Quand les sirènes retentissent, dans l’après-midi du 6 août, nul ne mesure encore l’ampleur de ce qui va se passer. Mais avec ce mistral qui souffle en rafales, l’inquiétude est de mise. La veille, déjà, soixante hectares ont brûlé au Sud d’Aix, dans le massif du Montaiguet.
« Le feu a été maîtrisé dans la nuit, à 3 heures du matin, raconte le capitaine Dy, chef de corps au centre de secours de Gardanne. Il faut se souvenir du contexte : personnel fatigué, vent violent, pas de Canadairs. Le samedi, vers 14 heures, on signale des reprises de toutes parts et des renforts sont demandés. Après, c’est un nouveau feu qui n’est pas maîtrisable. Le front fait un kilomètre de large. Les Canadairs auraient été utiles pour attaquer les reprises avant que le feu ne devienne incontrôlable. »
Attisées par un vent violent soufflant du Nord-Ouest, les flammes sautent les crêtes et dévastent les vallons de Roman, Rambert et les flancs du Payannet. En fin d’après-midi le centre commercial Champion est évacué par mesure de sécurité. Au-dessus de Gardanne, le ciel d’été est obscurci par un énorme panache de fumée marron qui s’étire en direction du Sud-Est. Il sera visible jusqu’à Toulon.
Les 800 pompiers (en comptant des renforts venus du Gard, du Vaucluse, du Var et d’Île-de-France) sont appuyés par quatre Trackers, quatre hélicoptères bombardiers d’eau, le gros hélicoptère Air Crane et le tout nouveau Dash 8, dont l’anecdote retiendra que c’est à Gardanne qu’il a combattu son premier feu. L’objectif est de couper la route des massifs boisés en direction de Gréasque et de Mimet. La D7 entre Gardanne et Luynes et la D6 (fermées à la circulation) servent de point d’appui. Mais ce n’est pas suffisant. Les flammes sautent la voie rapide à hauteur de Chabanu, longent le petit chemin de Saint-Estève et grignotent de la végétation au quartier Ribas, menaçant la colline du Cativel qui surplombe le centre-ville. A quelques mètres de là, le feu entame l’extrémité de la ZI la Palun avant d’être éteint au pied de la centrale thermique. Sur les 520 hectares parcourus, 268 sont sur la commune de Gardanne qui compte aussi vingt-sept maisons touchées, dont cinq partiellement ou totalement détruites. Deux exploitations ont disparu dans les flammes, les serres de M. Amoretti (magasin Baobab) et l’élevage de poulets de Chantal Valence.
« Soyons clairs : je me réjouis qu’il n’y ai pas eu de victimes chez les habitants et chez les pompiers, affirme le capitaine Dy. Deux camions ont brûlé et les pompiers ont été évacués de justesse. Il ne faut pas oublier nos priorités  : la protection des personnes, des biens et de l’environnement, dans cet ordre. »
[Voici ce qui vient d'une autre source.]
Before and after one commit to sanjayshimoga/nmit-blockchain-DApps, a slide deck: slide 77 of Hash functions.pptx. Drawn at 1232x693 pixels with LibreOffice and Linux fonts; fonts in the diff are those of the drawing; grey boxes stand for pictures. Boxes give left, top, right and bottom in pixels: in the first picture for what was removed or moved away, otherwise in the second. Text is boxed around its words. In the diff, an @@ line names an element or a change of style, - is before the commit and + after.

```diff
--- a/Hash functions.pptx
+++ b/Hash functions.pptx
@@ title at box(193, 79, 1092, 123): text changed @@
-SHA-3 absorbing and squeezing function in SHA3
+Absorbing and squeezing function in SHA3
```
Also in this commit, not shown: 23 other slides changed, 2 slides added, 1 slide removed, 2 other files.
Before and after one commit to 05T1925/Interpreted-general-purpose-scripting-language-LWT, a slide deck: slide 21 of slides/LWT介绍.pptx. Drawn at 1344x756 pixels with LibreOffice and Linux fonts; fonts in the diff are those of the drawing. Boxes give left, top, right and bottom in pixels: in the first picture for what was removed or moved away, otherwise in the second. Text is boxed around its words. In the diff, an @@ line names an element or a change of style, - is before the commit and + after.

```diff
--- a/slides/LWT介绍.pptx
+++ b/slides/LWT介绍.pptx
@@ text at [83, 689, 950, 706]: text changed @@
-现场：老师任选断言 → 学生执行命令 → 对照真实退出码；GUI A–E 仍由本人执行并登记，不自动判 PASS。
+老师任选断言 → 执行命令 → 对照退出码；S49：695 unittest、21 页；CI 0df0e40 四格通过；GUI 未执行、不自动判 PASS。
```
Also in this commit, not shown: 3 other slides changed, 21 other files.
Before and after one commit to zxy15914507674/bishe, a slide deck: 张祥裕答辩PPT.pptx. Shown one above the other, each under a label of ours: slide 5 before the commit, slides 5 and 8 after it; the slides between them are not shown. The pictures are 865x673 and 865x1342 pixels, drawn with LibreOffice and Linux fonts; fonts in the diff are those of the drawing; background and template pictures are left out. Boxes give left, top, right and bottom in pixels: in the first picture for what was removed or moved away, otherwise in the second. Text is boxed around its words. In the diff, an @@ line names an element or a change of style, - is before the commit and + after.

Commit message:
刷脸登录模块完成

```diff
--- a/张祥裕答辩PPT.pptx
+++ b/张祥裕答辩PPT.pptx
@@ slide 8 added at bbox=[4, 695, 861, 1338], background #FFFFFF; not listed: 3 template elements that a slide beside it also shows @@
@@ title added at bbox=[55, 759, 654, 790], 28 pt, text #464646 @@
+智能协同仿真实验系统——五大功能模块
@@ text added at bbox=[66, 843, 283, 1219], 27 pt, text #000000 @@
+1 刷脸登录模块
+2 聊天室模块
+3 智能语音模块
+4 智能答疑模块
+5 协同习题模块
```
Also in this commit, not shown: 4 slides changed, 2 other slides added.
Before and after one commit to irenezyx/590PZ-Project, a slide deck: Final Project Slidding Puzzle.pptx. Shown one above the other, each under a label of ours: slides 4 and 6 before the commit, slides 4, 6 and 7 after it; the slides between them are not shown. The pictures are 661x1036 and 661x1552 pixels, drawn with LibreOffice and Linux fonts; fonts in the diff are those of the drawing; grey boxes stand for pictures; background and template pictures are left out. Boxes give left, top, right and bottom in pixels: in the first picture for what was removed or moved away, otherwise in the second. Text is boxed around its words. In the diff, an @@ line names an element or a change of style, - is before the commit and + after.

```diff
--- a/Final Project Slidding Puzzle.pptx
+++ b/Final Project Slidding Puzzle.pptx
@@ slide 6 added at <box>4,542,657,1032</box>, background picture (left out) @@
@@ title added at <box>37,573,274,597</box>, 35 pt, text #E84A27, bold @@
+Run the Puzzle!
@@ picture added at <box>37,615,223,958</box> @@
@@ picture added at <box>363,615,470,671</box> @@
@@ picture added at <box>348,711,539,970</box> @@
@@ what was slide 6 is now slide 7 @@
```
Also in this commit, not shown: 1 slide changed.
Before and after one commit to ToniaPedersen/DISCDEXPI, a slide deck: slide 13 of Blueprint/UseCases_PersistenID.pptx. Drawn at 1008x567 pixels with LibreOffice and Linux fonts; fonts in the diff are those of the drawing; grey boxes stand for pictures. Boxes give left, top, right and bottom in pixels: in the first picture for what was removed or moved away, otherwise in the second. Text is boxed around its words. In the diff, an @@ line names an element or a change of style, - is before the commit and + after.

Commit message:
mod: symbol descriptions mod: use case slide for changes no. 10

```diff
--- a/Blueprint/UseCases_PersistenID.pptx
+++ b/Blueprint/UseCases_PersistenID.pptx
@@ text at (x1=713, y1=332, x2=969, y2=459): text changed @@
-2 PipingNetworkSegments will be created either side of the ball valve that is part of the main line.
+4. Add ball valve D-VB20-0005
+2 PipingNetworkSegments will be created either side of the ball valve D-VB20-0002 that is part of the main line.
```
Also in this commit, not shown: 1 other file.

Des flammes deux fois plus hautes que les pins

La maison de Mme Pelegrin, sur le chemin de Châteauveyre, a pu être sauvée du feu qui a sauté la crête, sur les hauteurs de Payannet. « C’est la troisième fois que ça brûle ici, alors vous comprenez, on a pris nos précautions. On a une citerne, au-dessus, qui doit faire l’équivalent d’une trentaine de camions de pompiers. » La bâtisse et les abords sont intacts, mais tout le reste du terrain est calciné. Ce qui est dur à digérer, ce sont les curieux, sans la moindre gêne. « Hier, j’en ai vu un qui est entré par le portail. Il s’est installé sur la terrasse et il filmait. Des souvenirs de vacances, sans doute. »
Gilbert Cortès habite au chemin de Chabanu. « Cette maison, je l’ai faite construire il y a trente ans. Ma femme est partie avec la voiture, je suis resté pour voir ce que je pouvais faire, mais que voulez-vous, quand les flammes ont fait le double de la hauteur des pins, je n’ai pas pu tenir, je suis parti en abandonnant la maison. Les volets ont brûlé, mais le feu a été arrêté par le double vitrage. Dehors, 36 oliviers ont brûlé, des abricotiers, des amandiers, un noyer, un saule. Les pompiers ? Ils ne pouvaient pas être partout... »
Dans le vallon Roman, Paul Tomatis a perdu sa maison. Il a refusé d’être évacué par les gendarmes et était là quand le feu a tout détruit. « Il est entré par la véranda, ça a fait éclater le double vitrage et ça a tout dévasté. Rien que le bruit vous paralysait, c’était comme dix TGV. » Du salon, de la chambre, de la salle de bains, il ne reste plus qu’un amas de gravas et de bois calcinés, une carcasse de machine à écrire, quelques livres roussis. « Il a fallu onze ans de travail pour réhabiliter cette maison, la maison de mon père quand il est arrivé d’Italie en 1923. J’avais une cheminée du 17e siècle en pierre de Fontvieille, regardez ce qu’il en reste. » Paul Tomatis parle, parle encore. La nuit, il ne dort pas. Il écrit des dizaines de pages. « Je recherche des photos de ce que j’avais, je demande à des amis. Je m’en fous de la valeur, ce que je voudrais c’est retrouver ce que j’avais... »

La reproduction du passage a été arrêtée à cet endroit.